*WORK TO COMPLETE*. Please reproduce the data exactly, though every picture must stay out.

(Dataset items)

___

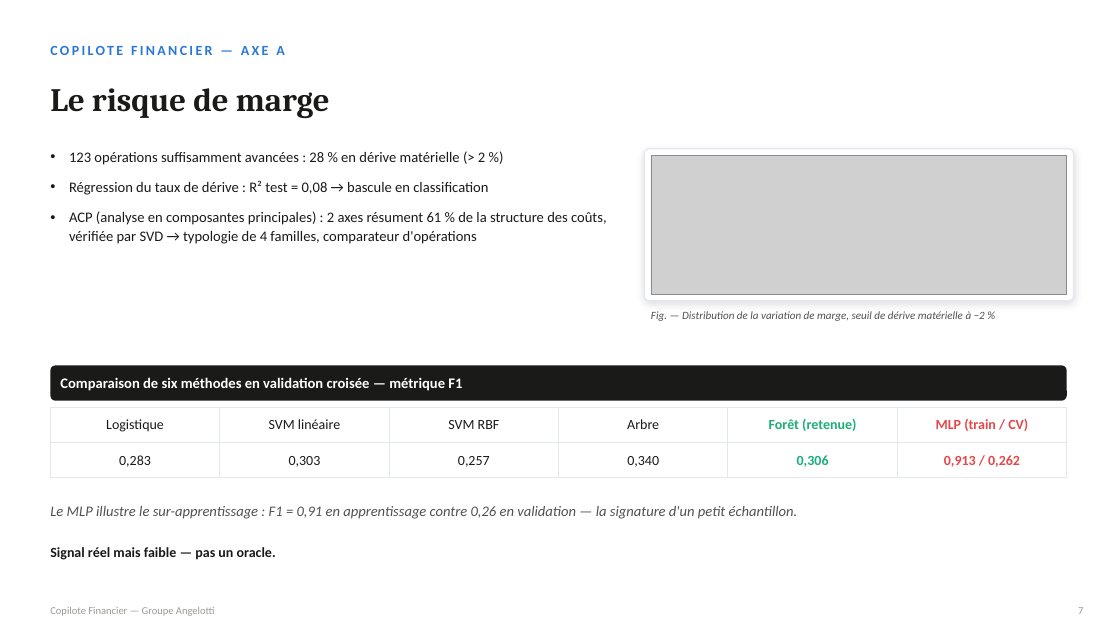
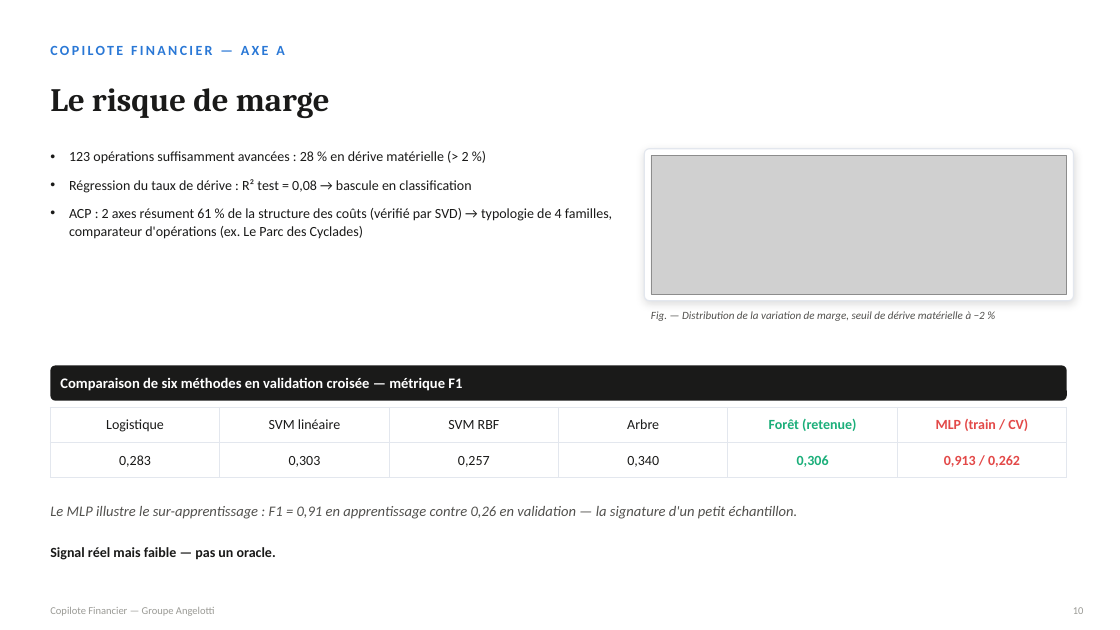
Before and after one commit to yzasmin/MemoireM2S2, a slide deck: slide 10 of soutenance_copilote_financier.pptx (slide 7 before the commit). Drawn at 1120x630 pixels with LibreOffice and Linux fonts; fonts in the diff are those of the drawing; grey boxes stand for pictures. Boxes give left, top, right and bottom in pixels: in the first picture for what was removed or moved away, otherwise in the second. Text is boxed around its words. In the diff, an @@ line names an element or a change of style, - is before the commit and + after.

```diff
--- a/soutenance_copilote_financier.pptx
+++ b/soutenance_copilote_financier.pptx
@@ text at (x1=69, y1=151, x2=471, y2=193): size 12.5 to 12 pt in "123 opérations suffisamment avancées : 28 % ...", "Régression du taux de dérive : R² ..."; less space between paragraphs @@
@@ text at (x1=69, y1=208, x2=612, y2=239): text changed; size 12.5 to 12 pt @@
-• ACP (analyse en composantes principales) : 2 axes résument 61 % de la structure des coûts, vérifiée par SVD → typologie de 4 familles, comparateur d'opérations
+• ACP : 2 axes résument 61 % de la structure des coûts (vérifié par SVD) → typologie de 4 familles, comparateur d'opérations (ex. Le Parc des Cyclades)
@@ text at (x1=1073, y1=607, x2=1084, y2=614): text changed @@
-7
+10
```
Also in this commit, not shown: 9 other slides changed, 4 slides added, 1 slide removed, 3 other files.

___

*OUTPUT OF THE EXERCISE*.
Before and after one commit to yzasmin/MemoireM2S2, a slide deck: slide 10 of soutenance_copilote_financier.pptx (slide 7 before the commit). Drawn at 1120x630 pixels with LibreOffice and Linux fonts; fonts in the diff are those of the drawing; grey boxes stand for pictures. Boxes give left, top, right and bottom in pixels: in the first picture for what was removed or moved away, otherwise in the second. Text is boxed around its words. In the diff, an @@ line names an element or a change of style, - is before the commit and + after.

```diff
--- a/soutenance_copilote_financier.pptx
+++ b/soutenance_copilote_financier.pptx
@@ text at (x1=69, y1=151, x2=471, y2=193): size 12.5 to 12 pt in "123 opérations suffisamment avancées : 28 % ...", "Régression du taux de dérive : R² ..."; less space between paragraphs @@
@@ text at (x1=69, y1=208, x2=612, y2=239): text changed; size 12.5 to 12 pt @@
-• ACP (analyse en composantes principales) : 2 axes résument 61 % de la structure des coûts, vérifiée par SVD → typologie de 4 familles, comparateur d'opérations
+• ACP : 2 axes résument 61 % de la structure des coûts (vérifié par SVD) → typologie de 4 familles, comparateur d'opérations (ex. Le Parc des Cyclades)
@@ text at (x1=1073, y1=607, x2=1084, y2=614): text changed @@
-7
+10
```
Also in this commit, not shown: 9 other slides changed, 4 slides added, 1 slide removed, 3 other files.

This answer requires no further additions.